Initially intended as a front for their printmaking majors, Fang Island began with Georges and Bartell taking full advantage of Providence’s curious college town status. Most students lived in warehouses and apartments rather than dorms, creating a robust art scene with little to no oversight or noise ordinances. The Complete Recordings serves as a bookend to Fang Island’s first EP, Doesn’t Exist, whose flippant title belied their hands-on, DIY boosterism; the physical copies came with a handmade box filled with friendship bracelets and sealed with wax and ribbons. No matter where they went, Fang Island’s up-with-people approach made them a subversive art project by default. At a time when the belligerent noise-rock of Lightning Bolt and The Body defined Providence, Fang Island played major-key guitar harmonies and flashy tapping riffs. When people tried to call them “math-rock,” they thought of themselves as “recess rock.” Fang Island shared bills with uber-buzzy bands like Yeasayer and Chairlift at Cake Shop and Santos Party House, crucibles for Brooklyn hype at the turn of the aughts; but their most impactful co-sign came from Andrew WK.
At least until Fang Island earned an unexpected Best New Music review at Pitchfork; in the style of the time, the group - now including drummer Marc St. Sauver and guitarist Nick Sadler - were thrust from playing “literally empty shows” at hot dog stands in Ohio to becoming the toast of SXSW and starting their North American tour with psych-rock idols the Flaming Lips in an Atlantic City casino. They would later play sprawling amphitheaters with Stone Temple Pilots, and in perhaps the best demonstration of their ability to wield pop smarts to guitar pyrotechnics, both Matt & Kim and Coheed & Cambria.
Two years after Fang Island released what they expected to be their first and only album, Major became the “highly anticipated sophomore LP.” The songs were bigger, shinier and hookier, forged under the pressure that comes with being a band rather than a couple of weekend warriors - label pressures, grueling tours and the frequent personnel changes that ultimately brought the band to their amicable end. Fang Island began with the crackle fireworks and, as the band heard fireworks going off in the distance as they played in Barcelona, they took it as a supernatural sign that this show would be the perfect bookend to their career. “We were getting older, we were in serious relationships, we were getting tired, and that just felt like the right way to end it.”

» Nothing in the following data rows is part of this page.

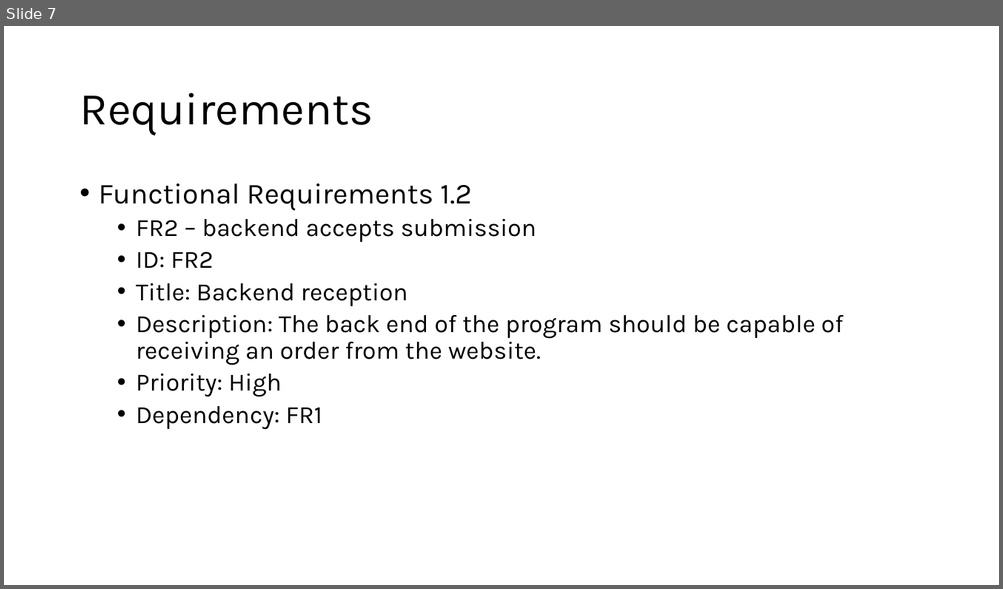
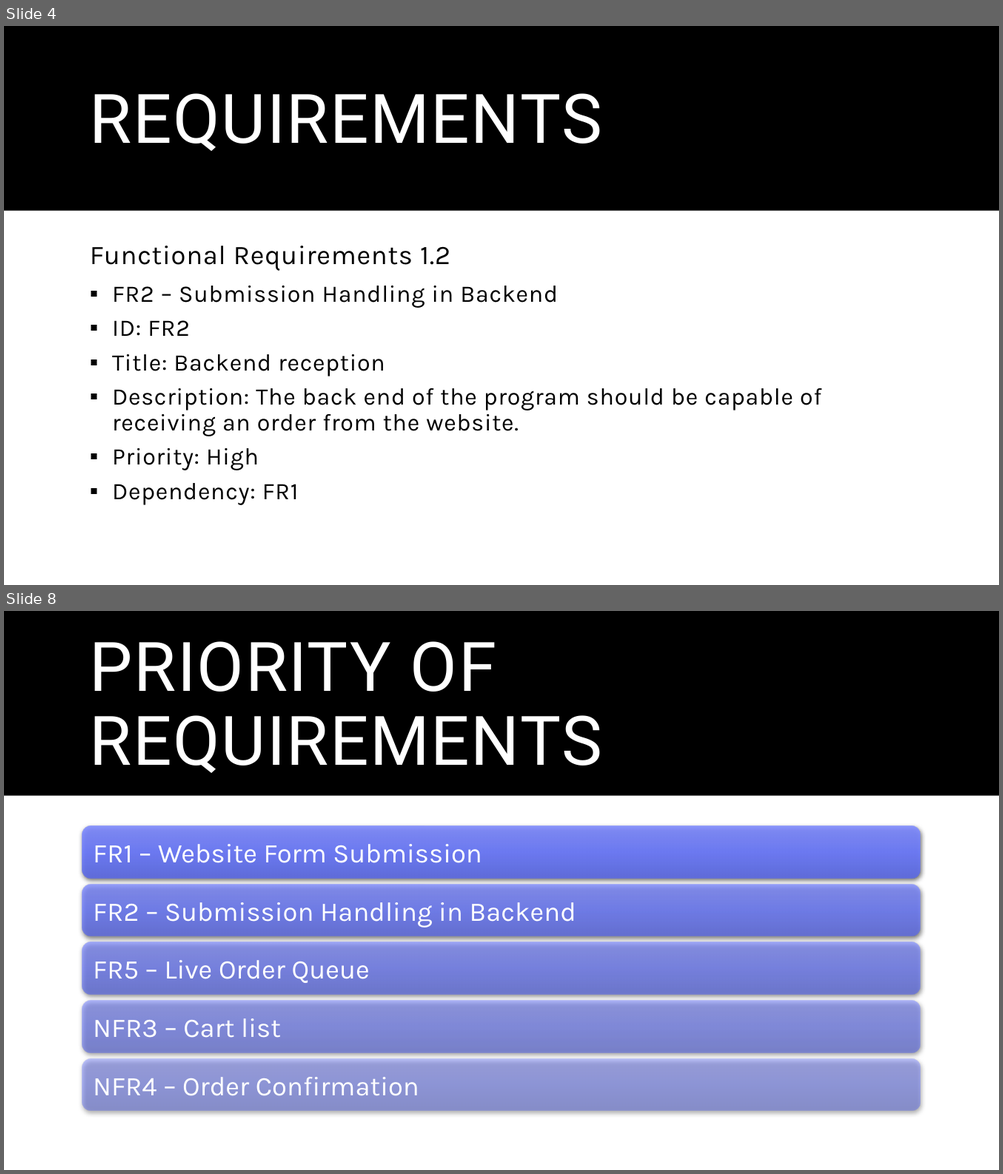
Before and after one commit to SeanStaley21/CSE-350-Team23, a slide deck: homeworks/Homework 1/Homework 1.pptx. Shown one above the other, each under a label of ours: slide 7 before the commit, slides 4 and 8 after it; the slides between them are not shown. The pictures are 1003x589 and 1003x1174 pixels, drawn with LibreOffice and Linux fonts; fonts in the diff are those of the drawing. Boxes give left, top, right and bottom in pixels: in the first picture for what was removed or moved away, otherwise in the second. Text is boxed around its words. In the diff, an @@ line names an element or a change of style, - is before the commit and + after.

```diff
--- a/homeworks/Homework 1/Homework 1.pptx
+++ b/homeworks/Homework 1/Homework 1.pptx
@@ slide 8 added at bbox=[4, 611, 999, 1170], background #FFFFFF; not listed: 1 template element that a slide beside it also shows @@
@@ title added at bbox=[90, 641, 602, 773], 66 pt, text #FFFFFF @@
+PRIORITY OF REQUIREMENTS
@@ group added at bbox=[82, 826, 920, 1112]: 5 rounded rectangles, 5 texts @@
+FR1 – Website Form Submission
+FR2 – Submission Handling in Backend
+FR5 – Live Order Queue
+NFR3 – Cart list
+NFR4 – Order Confirmation
@@ what was slide 7 is now slide 4 @@
@@ slide 4 changed as well @@
@@ rectangle added at bbox=[4, 26, 999, 211], fill #000000 @@
@@ title at bbox=[90, 93, 602, 151]: text changed; size 44 to 66 pt; font Karla to Roboto; text colour #000000 to #FFFFFF @@
-Requirements
+REQUIREMENTS
@@ text "Functional Requirements 1.2": place and size @@
-text "Functional Requirements 1.2" at bbox=[99, 184, 843, 430]
+text "Functional Requirements 1.2" at bbox=[90, 246, 821, 506]
@@ text at bbox=[90, 246, 821, 506]: size 28 to 26 pt in "Functional Requirements 1.2"; letter spacing 0 to 0.5 pt in "Functional Requirements 1.2", "ID: FR2", "Title: Backend reception", "Description: The back end of the program ..." and 2 more places; size 24 to 23 pt in "ID: FR2", "Title: Backend reception", "Description: The back end of the program ...", "Priority: High" and 1 more places; bullet • to none; line spacing 0.9 to 0.91; more space between paragraphs; bullet • to ▪ @@
@@ text at bbox=[112, 286, 558, 308]: text changed; size 24 to 23 pt @@
-  • FR2 – backend accepts submission
+  ▪ FR2 – Submission Handling in Backend
```
Also in this commit, not shown: 5 other slides changed, 4 other slides added, 5 slides removed, 1 other file.
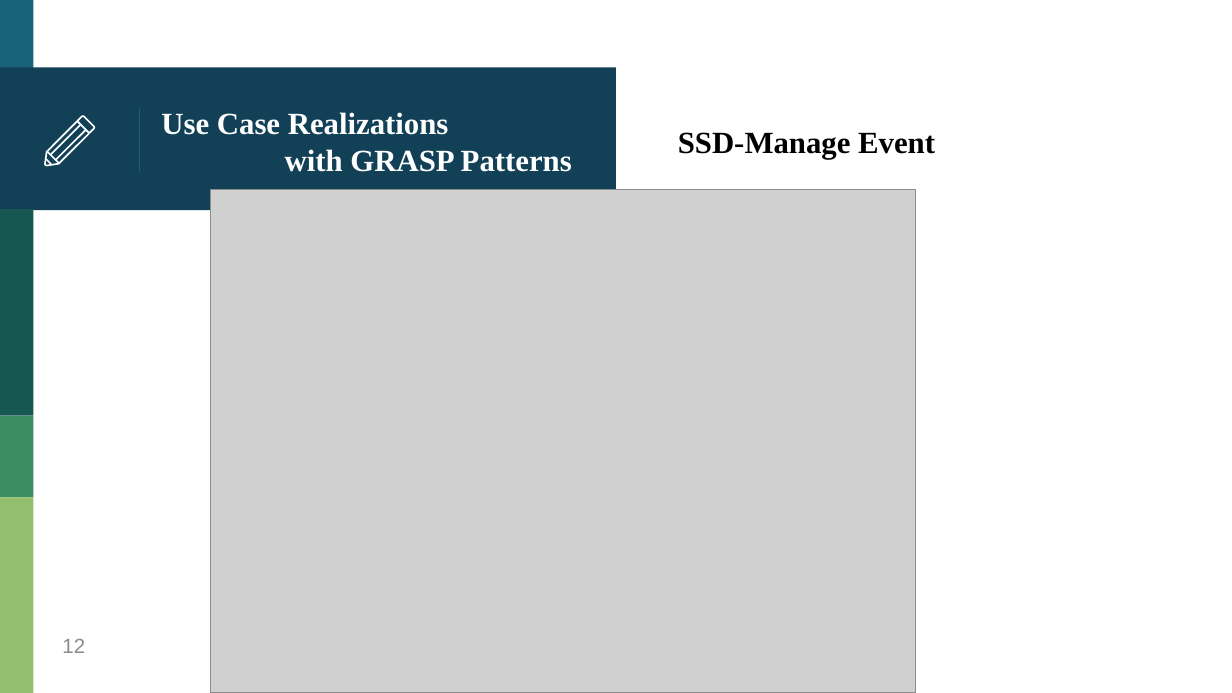
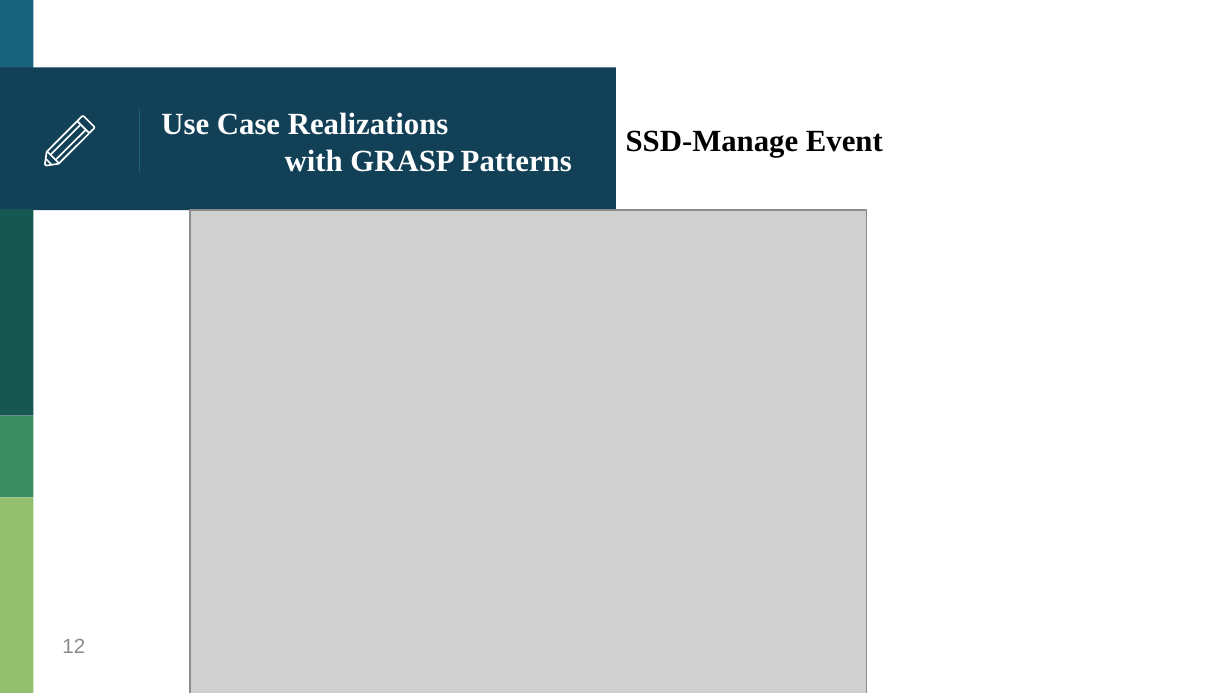
Before and after one commit to HankTwZhong/OOAD, a slide deck: slide 12 of OOAD_Midterm.pptx. Drawn at 1232x693 pixels with LibreOffice and Linux fonts; fonts in the diff are those of the drawing; grey boxes stand for pictures. Boxes give left, top, right and bottom in pixels: in the first picture for what was removed or moved away, otherwise in the second. Text is boxed around its words. In the diff, an @@ line names an element or a change of style, - is before the commit and + after.

```diff
--- a/OOAD_Midterm.pptx
+++ b/OOAD_Midterm.pptx
@@ text "SSD-Manage Event": place and size @@
-text "SSD-Manage Event" at bbox=[678, 132, 935, 159]
+text "SSD-Manage Event" at bbox=[626, 130, 883, 157]
@@ picture: place and size @@
-picture at bbox=[211, 190, 917, 693]
+picture at bbox=[190, 211, 866, 693]
```
Also in this commit, not shown: 10 other slides changed, 7 other files.
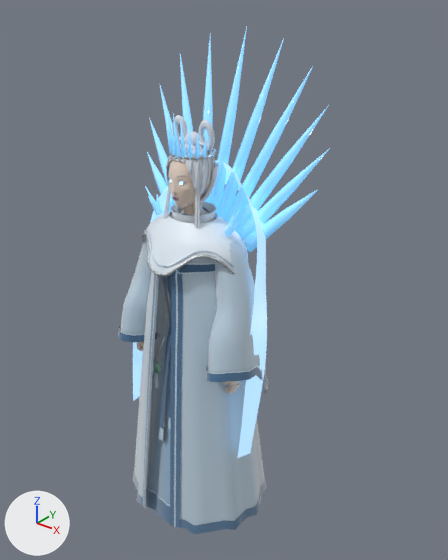
Two versions of the glTF model public/models/heroes/frost.glb, one commit apart.
One viewpoint serves both versions: a 50 mm camera at (1.55, -1.73, 2.33) aimed at (0.06, 0.13, 1.18). The axes (+X, +Y, +Z) are drawn at lower left. The lights are the same throughout. The first picture is the older version.

In view in the first picture: 'Ground', 'Hair', 'Ice', 'Over', 'Pibo', 'Sash', 'Skin', 'Skirt', 'Thread', 'Yunjian' and 3 more.
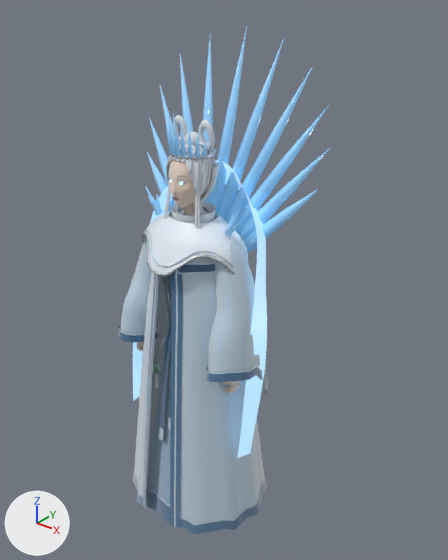
Boxes (x1, y1, x2, y2) around the edits, measured in the pictures (448 x 560 px):
'Ice', recoloured: (145, 27, 330, 252) in both

Diff of the bpy script that builds the scene:
```diff
--- a/public/models/heroes/frost.glb.py
+++ b/public/models/heroes/frost.glb.py
@@ mat_fig_frost_ice @@
 mat_fig_frost_ice.coat_weight = 1.0
-mat_fig_frost_ice.emission_color = (0.0954, 0.347, 0.6)  # blue #579fcb
+mat_fig_frost_ice.emission_color = (0.0318, 0.116, 0.2)  # dark blue #32607c
 mat_fig_frost_ice.emission_strength = 1.0
```

Fang Island are self-admittedly nostalgic people, so it’s fair play if this vinyl reissue brings you back to that very specific period of indie aesthetics - the Dirty Laundry interview series, tall cans of Sparks Ultra, The Buried Life, Daytrotter, Billboard Heatseekers. But Fang Island’s music has been reanimated by a subsequent decade where their one-of-one output now sounds prescient - in 2012, Japandroids began their album with a recording of fireworks and created a genre name that would soon encompass Fang Island: “celebration rock.” As one of the first hits on Sargent House, Fang Island helped establish one of the label’s core tenets of hyper-melodic, technically proficient prog that included Tera Melos and TTNG. Meanwhile, if a record with as much finger-tapping and gang vocals as Fang Island were released in 2024, it’d be the toast of fifth-wave emo. But even if the whole of indie rock has caught up to the sound of Fang Island ten years after the fact, well…as divisions are driven deeper than ever, the spirit of “everyone high-fiving everyone” will forever remain insurgent.